- Born: January 12, 1925 Reghin, Romania
- Died: December 4, 2020 (aged 95) Stuttgart, Germany
- Citizenship: Romanian
- Known for: Artist
- Children: 1

= Jutta Pallos-Schönauer =

Jutta Pallos-Schönauer (January 12, 1925 – December 4, 2020) was a German-Romanian painter and graphic artist.

== Biography ==
Pallos-Schönauer studied from 1948 to 1954 at the Academy of Visual Arts "Ioan Andreescu" in Cluj-Napoca under Gabor Miklossy and Imre Nagy. After graduating with distinction, she worked as a lecturer at the Folk Art College of Cluj-Napoca from 1954 to 1956. She then worked as a freelance painter and graphic artist. Jutta Pallos-Schönauer also worked as a book illustrator in Romania.

=== Later life ===
In 1986 she moved to West Germany and initially lived in Karlsruhe. After the death of her husband, she moved to Stuttgart, where her daughter lives.

== Artistic style and legacy ==
Pallos-Schönauer used a variety of painting techniques in her painting work, which include watercolours, graphic black-and-white techniques, coloured pastel works and oil painting on canvas.
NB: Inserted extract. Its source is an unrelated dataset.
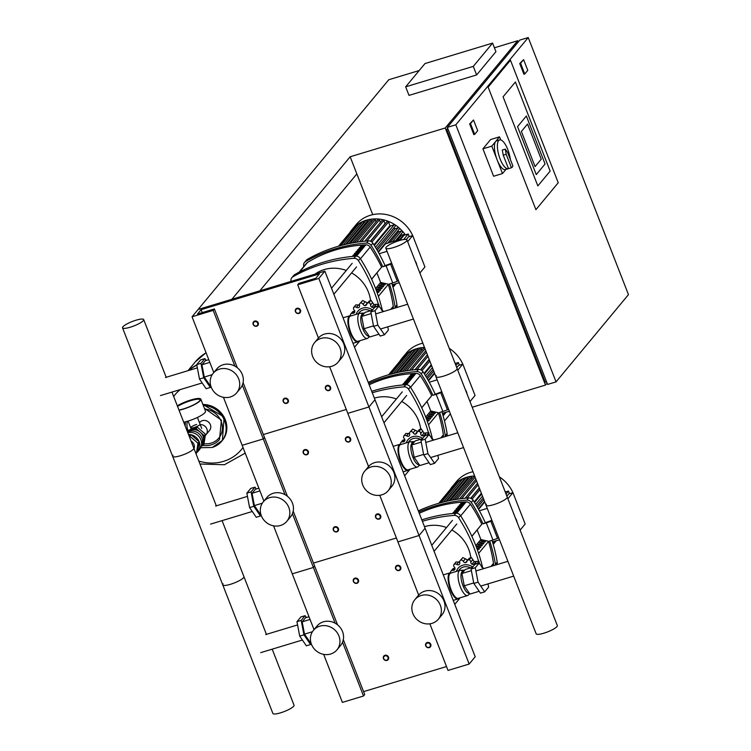 <?xml version="1.0" encoding="UTF-8"?>
<svg xmlns="http://www.w3.org/2000/svg" width="751" height="751" viewBox="0 0 751 751"><rect width="100%" height="100%" fill="white"/><g stroke="black" fill="none" stroke-linecap="round" stroke-linejoin="round"><path stroke-width="1.13" d="M527.775 70.35L524.761 73.983L520.584 63.272L523.597 59.639L527.775 70.35M524.761 73.983L523.916 74.246L519.739 63.535L523.597 59.639M519.739 63.535L520.584 63.272M424.982 63.563L492.59 43.107L473.28 66.379L405.671 86.825L424.982 63.563M473.28 66.379L476.622 74.94L495.932 51.678L492.59 43.107M476.622 74.94L409.004 95.396L405.671 86.825M503.086 96.813L537.838 185.938L550.145 171.097L515.402 81.981L503.086 96.813L515.402 81.981L550.145 171.097L537.838 185.938L503.086 96.813M488.131 87.125L510.464 60.221L558.237 182.756L535.914 209.66L488.131 87.125L510.464 60.221L558.237 182.756L535.914 209.66L488.131 87.125M527.54 124.037L521.382 131.453L535.078 166.581L541.236 159.165L527.54 124.037L541.236 159.165L535.078 166.581L521.382 131.453L527.54 124.037M517.552 126.619L526.357 116.011L545.066 163.99L536.261 174.607L517.552 126.619L526.357 116.011L545.066 163.99L536.261 174.607L517.552 126.619M494.421 47.782L517.664 40.742L518.171 42.047M547.085 383.141L545.479 385.075L445.249 127.999L350.163 156.762L231.89 299.283L198.076 309.506L324.864 271.158L318.828 278.433L297.696 284.826L298.907 283.371L315.805 278.255L319.428 273.89L201.099 309.684L197.475 314.049L214.382 308.933L213.171 310.388L192.049 316.781L388.774 79.737L419.189 70.538M556.05 381.884L547.592 384.437L447.361 127.36L519.776 40.103L528.235 37.55L628.465 294.627L556.05 381.884L455.819 124.807L528.235 37.55M350.163 156.762L372.74 214.655M398.058 283.043A4.703 0.976 -21.3 0 0 399.325 282.845L407.662 304.239L375.688 313.909M380.504 329.013L413.444 319.044L422.851 343.188A34.321 31.429 -140.3 0 0 420.447 343.817A34.321 31.429 -140.3 0 0 406.235 353.167L402.104 358.143A34.321 31.429 -140.3 0 0 399.898 361.184M546.568 381.808L545.254 382.212L446.695 129.416L447.699 128.205M477.692 130.702L474.67 134.335L470.492 123.624L473.515 119.991L477.692 130.702M470.492 123.624L469.647 123.887L473.825 134.598L474.67 134.335M469.647 123.887L473.515 119.991M448.009 129.022L446.695 129.416M445.249 127.999L517.664 40.742M447.361 127.36L455.819 124.807M448.178 411.586A4.703 0.976 -21.3 0 0 449.445 411.379L450.403 413.839L444.489 420.964M472.201 407.239L545.479 385.075M356.847 173.903L259.799 290.844M506.681 168.515L502.485 173.565L493.614 176.25L482.921 148.829L490.647 139.517L499.518 136.832L500.72 139.902M502.485 173.565L491.792 146.145L499.518 136.832M482.921 148.829L491.792 146.145M508.493 168.646L511.45 167.745L506.193 154.284L503.236 155.175L508.493 168.646A15.048 5.173 -106.8 0 1 508.314 168.703A15.048 5.173 -106.8 0 1 499.528 157.4A15.048 5.173 -106.8 0 1 498.617 140.597A15.048 5.173 -106.8 0 1 499.603 139.902A15.048 5.173 -106.8 0 1 510.342 159.465M503.236 155.175L502.288 150.022L505.254 149.12L507.648 152.537L512.895 165.999A15.048 5.173 -106.8 0 1 512.266 167.116A15.048 5.173 -106.8 0 1 511.45 167.745M508.314 168.703L505.357 169.595A15.048 5.173 -106.8 0 1 496.571 158.292A15.048 5.173 -106.8 0 1 495.66 141.488A15.048 5.173 -106.8 0 1 496.646 140.794L499.603 139.902M506.193 154.284L505.254 149.12M386.981 660.429A2.826 2.582 -140.3 0 0 388.145 656.421A2.826 2.582 -140.3 0 0 383.808 656.055A2.826 2.582 -140.3 0 0 386.981 660.429M386.69 660.148A2.347 2.15 39.7 0 1 383.742 658.636A2.347 2.15 39.7 0 1 385.019 655.858A2.347 2.15 39.7 0 1 387.967 657.36A2.347 2.15 39.7 0 1 386.69 660.148M336.861 531.886A2.826 2.582 -140.3 0 0 338.034 527.887A2.826 2.582 -140.3 0 0 333.688 527.521A2.826 2.582 -140.3 0 0 336.861 531.886M336.579 531.605A2.347 2.15 39.7 0 1 333.622 530.103A2.347 2.15 39.7 0 1 334.908 527.324A2.347 2.15 39.7 0 1 337.856 528.826A2.347 2.15 39.7 0 1 336.579 531.605M286.751 403.353A2.826 2.582 -140.3 0 0 287.915 399.354A2.826 2.582 -140.3 0 0 283.578 398.978A2.826 2.582 -140.3 0 0 286.751 403.353M286.46 403.071A2.347 2.15 39.7 0 1 283.512 401.569A2.347 2.15 39.7 0 1 284.789 398.781A2.347 2.15 39.7 0 1 287.736 400.283A2.347 2.15 39.7 0 1 286.46 403.071M356.913 583.302A2.826 2.582 -140.3 0 0 358.077 579.303A2.826 2.582 -140.3 0 0 353.74 578.927A2.826 2.582 -140.3 0 0 356.913 583.302M356.622 583.02A2.347 2.15 39.7 0 1 353.674 581.518A2.347 2.15 39.7 0 1 354.951 578.739A2.347 2.15 39.7 0 1 357.898 580.241A2.347 2.15 39.7 0 1 356.622 583.02M306.793 454.768A2.826 2.582 -140.3 0 0 307.966 450.769A2.826 2.582 -140.3 0 0 303.62 450.393A2.826 2.582 -140.3 0 0 306.793 454.768M306.502 454.486A2.347 2.15 39.7 0 1 303.554 452.984A2.347 2.15 39.7 0 1 304.84 450.196A2.347 2.15 39.7 0 1 307.788 451.698A2.347 2.15 39.7 0 1 306.502 454.486M256.682 326.225A2.826 2.582 -140.3 0 0 257.846 322.226A2.826 2.582 -140.3 0 0 253.509 321.86A2.826 2.582 -140.3 0 0 256.682 326.225M256.391 325.943A2.347 2.15 39.7 0 1 253.444 324.441A2.347 2.15 39.7 0 1 254.72 321.663A2.347 2.15 39.7 0 1 257.668 323.165A2.347 2.15 39.7 0 1 256.391 325.943M429.234 647.644A2.826 2.582 -140.3 0 0 430.407 643.645A2.826 2.582 -140.3 0 0 426.061 643.269A2.826 2.582 -140.3 0 0 429.234 647.644M428.952 647.362A2.347 2.15 39.7 0 1 426.005 645.86A2.347 2.15 39.7 0 1 427.281 643.072A2.347 2.15 39.7 0 1 430.229 644.583A2.347 2.15 39.7 0 1 428.952 647.362M379.124 519.11A2.826 2.582 -140.3 0 0 380.297 515.102A2.826 2.582 -140.3 0 0 375.951 514.735A2.826 2.582 -140.3 0 0 379.124 519.11M378.833 518.819A2.347 2.15 39.7 0 1 375.885 517.317A2.347 2.15 39.7 0 1 377.162 514.538A2.347 2.15 39.7 0 1 380.109 516.04A2.347 2.15 39.7 0 1 378.833 518.819M329.013 390.567A2.826 2.582 -140.3 0 0 330.177 386.568A2.826 2.582 -140.3 0 0 325.84 386.192A2.826 2.582 -140.3 0 0 329.013 390.567M328.722 390.285A2.347 2.15 39.7 0 1 325.774 388.783A2.347 2.15 39.7 0 1 327.051 386.005A2.347 2.15 39.7 0 1 329.999 387.507A2.347 2.15 39.7 0 1 328.722 390.285M399.166 570.525A2.826 2.582 -140.3 0 0 400.339 566.517A2.826 2.582 -140.3 0 0 395.993 566.151A2.826 2.582 -140.3 0 0 399.166 570.525M398.884 570.234A2.347 2.15 39.7 0 1 395.937 568.732A2.347 2.15 39.7 0 1 397.213 565.954A2.347 2.15 39.7 0 1 400.161 567.456A2.347 2.15 39.7 0 1 398.884 570.234M349.055 441.982A2.826 2.582 -140.3 0 0 350.229 437.983A2.826 2.582 -140.3 0 0 345.882 437.608A2.826 2.582 -140.3 0 0 349.055 441.982M348.764 441.701A2.347 2.15 39.7 0 1 345.817 440.199A2.347 2.15 39.7 0 1 347.093 437.42A2.347 2.15 39.7 0 1 350.041 438.922A2.347 2.15 39.7 0 1 348.764 441.701M298.936 313.449A2.826 2.582 -140.3 0 0 300.109 309.45A2.826 2.582 -140.3 0 0 295.763 309.074A2.826 2.582 -140.3 0 0 298.936 313.449M298.654 313.167A2.347 2.15 39.7 0 1 295.706 311.656A2.347 2.15 39.7 0 1 296.983 308.877A2.347 2.15 39.7 0 1 299.931 310.379A2.347 2.15 39.7 0 1 298.654 313.167M200.226 424.625A6.327 5.792 39.7 0 1 206.431 427.995A6.327 5.792 39.7 0 1 206.046 434.66A6.327 5.792 -140.3 0 0 206.431 427.995A6.327 5.792 -140.3 0 0 200.226 424.625M200.217 399.673A14.109 2.938 -21.3 0 0 190.82 400.63A14.109 2.938 -21.3 0 0 177.555 406.422M194.096 427.535A5.004 1.042 -21.3 0 0 200.048 424.165A5.004 1.042 -21.3 0 1 199.888 424.625A5.004 1.042 -21.3 0 1 194.922 427.272A5.004 1.042 -21.3 0 1 190.716 427.807A5.004 1.042 -21.3 0 0 194.096 427.535M196.668 424.437A5.004 1.042 -21.3 0 0 190.716 427.807L191.186 429.009M177.311 405.812A14.813 3.088 158.7 0 1 191.852 399.682A14.813 3.088 158.7 0 1 200.836 399.185A14.813 3.088 158.7 0 1 200.348 400.536A14.813 3.088 158.7 0 1 179.029 410.224M200.836 399.185L205.511 411.182A14.813 3.088 158.7 0 1 205.023 412.534A14.813 3.088 158.7 0 1 183.713 422.222M177.386 406A14.109 2.938 158.7 0 1 191.364 399.992A14.109 2.938 158.7 0 1 200.179 399.438A14.109 2.938 158.7 0 1 199.71 400.734A14.109 2.938 158.7 0 1 178.963 410.037M187.797 432.707A10.814 9.904 39.7 0 1 200.883 439.748A10.814 9.904 39.7 0 1 199.484 449.596L197.795 451.633A10.814 9.904 39.7 0 1 197.663 451.792L195.88 453.426M188.839 435.383L191.007 434.726L199.193 441.785A10.814 9.904 39.7 0 1 197.795 451.633M187.891 431.985A9.406 8.608 39.7 0 1 190.454 430.314A9.406 8.608 39.7 0 1 191.984 429.854A9.406 8.608 39.7 0 1 199.531 431.59A9.406 8.608 39.7 0 1 200.817 432.698A9.406 8.608 39.7 0 1 202.995 436.059A9.406 8.608 39.7 0 1 203.615 439.898A9.406 8.608 39.7 0 1 203.38 441.466A9.406 8.608 39.7 0 1 202.291 443.935M201.352 446.103L202.732 445.681L203.38 441.466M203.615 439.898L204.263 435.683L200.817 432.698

In her works, she reflects on people, landscapes, the architecture and culture of her Transylvanian homeland, reflecting the legacy of a lost cultural landscape. The motifs that appear in her work include an artistic examination of almost all important events in Romanian history and their impact on the culture of the German minority in Romania. From these historical experiences grows a deep connection to her homeland, traditions, and customs, which are expressed through the works of Pallos-Schönauer in expression, color and rhythm. Pallos-Schönauer's work focuses on themes of vulnerability, displacement, and the loss of home and identity, for which there is a sense of hope and solace in her works. Her works range from figurative compositions to architectural paintings. Of particular importance for her artistic work are her drawings and pictures of the cityscapes of Cluj-Napoca, Sighisoara and Sibiu, in which she embarks on a nostalgic search for her homeland in the depiction of old buildings, churches, fortified churches and idyllic alleys. Her pictures, however, are not uncritical reflections, but always pose the "quiet and drilling" question of identity and origin. Jutta Pallos-Schönauer's paintings, viewed as a whole, remain attached to the traditional, realistic style. In them, however, Jutta Pallos-Schönauer created a sustainable synthesis of the subject and technique, without resorting to possible elements of Cubism or Expressionism in terms of composition.

The works of Jutta Pallos-Schönauer have been shown in numerous solo and group exhibitions in Romania, Austria, Hungary, Sweden, Italy, Canada and the USA, among other countries.

In Germany, regional and national retrospective exhibitions of her works took place in Karlsruhe in 1990, in Düsseldorf and Esslingen am Neckar in 2005, and in Stuttgart in 2008, 2015 and 2020.

== Bibliography ==

- Octavian Barbosa: Dictionarul artistilor romani contemporani. Meridiane Verlag. București. 1976
- György Seregélyi: Magyar festők és grafikusok adattára. Életrajzi lexikon az 1800–1988 között alkotó festő – és grafikusművészekről. Szeged 1988.
- W. Myss: Art in Transylvania. Thaur near Innsbruck 1991.